JEANNE. Je vois ça.

LE DOCTEUR. Vous êtes vraiment sa femme ?

JEANNE. Pourquoi cela vous étonne-t-il ?

LE DOCTEUR. Je ne m’étonnerais pas si… Si l’autre femme…

JEANNE. (Sur un ton cassant.) En ce qui concerne l’autre femme, c’est uniquement le résultat des vapeurs d’alcool ou le fruit de votre imagination détraquée. Je sais, en tant que juriste, que, suite au contact permanent avec les fous, les médecins psychiatres ont du mal à préserver leur santé mentale. Cette femme n’existe pas.

LE DOCTEUR. Elle existe !

JEANNE. (Implacable.) Elle n’a jamais existé et elle ne peut pas exister. Vous ne vous contrôlez pas. Votre mémoire vous joue des tours. Vous avez même oublié que vous soignez mon mari depuis près de deux ans. Vous avez perdu sa carte médicale. Il est possible que vous l’ayez effacée de la mémoire de l’ordinateur par négligence ou intentionnellement. Il ne nous reste plus qu’à la restaurer. Il vous sera très difficile d’expliquer au tribunal, pourquoi vous ne l’avez pas fait.

LE DOCTEUR. (Nerveux.) À quel tribunal ?

JEANNE. Le tribunal vers lequel je me tourne. J’ai l’intention de placer mon mari dans un centre de soins et pour cela j’ai besoin d’une carte médicale détaillée et convaincante.

LE DOCTEUR. Vous voulez enfermer votre mari dans un asile de fous ?

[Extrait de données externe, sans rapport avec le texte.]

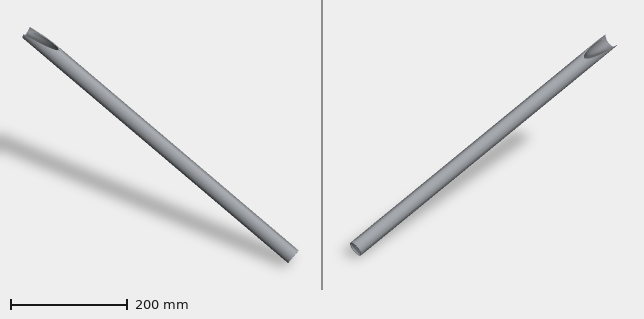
import cadquery as cq

RUN_X = 534.5
DROP_Y = 153.0
DROP_Z = 225.0

OUTER_DIAMETER = 28.5
WALL = 1.5

MATE_DRIFT = 0.11
COPE_LENGTH = 218.0
MATE_DIRECTION = cq.Vector(1, -MATE_DRIFT, 0).normalized()

axis = cq.Vector(RUN_X, -DROP_Y, -DROP_Z)
direction = axis.normalized()
outer_radius = OUTER_DIAMETER / 2
inner_radius = outer_radius - WALL
stock = 2 * OUTER_DIAMETER


def rod(radius):
    """Solid cylinder along the centre line, overrunning the coped end."""
    return cq.Solid.makeCylinder(radius, axis.Length + stock, direction * -stock, direction)


def make_tube():
    return cq.Workplane(obj=rod(outer_radius)).cut(cq.Workplane(obj=rod(inner_radius)))


def cope(tube):
    """Notch the tube around the mating cylinder and keep the long piece."""
    mate_start = MATE_DIRECTION * (-COPE_LENGTH / 2)
    mate = cq.Solid.makeCylinder(outer_radius, COPE_LENGTH, mate_start, MATE_DIRECTION)
    pieces = tube.cut(cq.Workplane(obj=mate)).solids().vals()
    return cq.Workplane(obj=max(pieces, key=lambda piece: piece.Volume()))


result = cope(make_tube())

JEANNE. Modérez vos expressions. Si je voulais enfermer quelqu’un dans un asile de fous, eh bien, ce serait vous. Et croyez-moi, j’en ai les moyens. Regardez-vous dans une glace et vous serez d’accord avec moi.

LE DOCTEUR. Avouez, que vous ne supportez plus votre mari et que vous avez décidé de vous en débarrasser.

JEANNE. Premièrement, ce sont mes affaires. Et, deuxièmement, quand bien même ? Il a, peut-être, le droit d’oublier son obligation première, mais moi je ne suis pas tenue d’oublier le premier de mes droits. (Avec mépris.) Comprenez-vous, au moins, cela, docteur ?

LE DOCTEUR. « Obligation », « droit »… On voit d’emblée que vous êtes juriste.

JEANNE. Et que je suis une femme, ça ne se voit pas d’emblée ? Je me serais attendue à plus de compréhension de la part d’un médecin.

LE DOCTEUR. Qu’attendez-vous de moi ?

JEANNE. Un certificat et une carte médicale.

LE DOCTEUR. Bon, d’accord, revenez demain, elle sera prête.

JEANNE. Demain, vous aurez trouvé d’autres excuses. J’en ai besoin aujourd’hui. Maintenant.

LE DOCTEUR. Maintenant, j’ai une consultation à la clinique. Je dois partir.

JEANNE. Ça sera long ?

LE DOCTEUR. Une vingtaine de minutes.

JEANNE. J’attendrai.

LE DOCTEUR. De toute façon, aujourd’hui je n’aurai pas le temps. Une carte médicale ne se fait pas aussi vite que vous semblez le penser. Je vous en prie, revenez demain.

JEANNE. Non, je ne partirai pas d’ici, tant que je ne l’aurai pas. (Elle s’assoit avec une attitude de défi, prend le guide médical et se plonge dans la lecture, montrant de tout son être qu’elle a l’intention de rester longtemps et qu’on ne réussira pas à la mettre dehors.)

LE DOCTEUR. (Ayant perdu tout espoir.) Mais il faut vraiment que je passe à la clinique.

JEANNE. Allez-y, je ne vous retiens pas.

LE DOCTEUR. Et vous ?

JEANNE. Et moi, je vais faire rentrer Michel ici et nous resterons ensemble ici, tant que nous n’aurons pas la carte médicale.

LE DOCTEUR. Bon, eh bien… C’est comme vous voulez.

LE DOCTEUR se verse du cognac, puis, après réflexion, prend la fiole des gouttes, puis se tourne à nouveau vers le cognac et, finalement, trouve un compromis : il verse quelques gouttes dans le cognac, boit et sort, portant sa main tantôt à la tête, tantôt au cœur. JEANNE, l’ayant suivi d’un regard de satisfaction, sort aussi et revient avec MICHEL.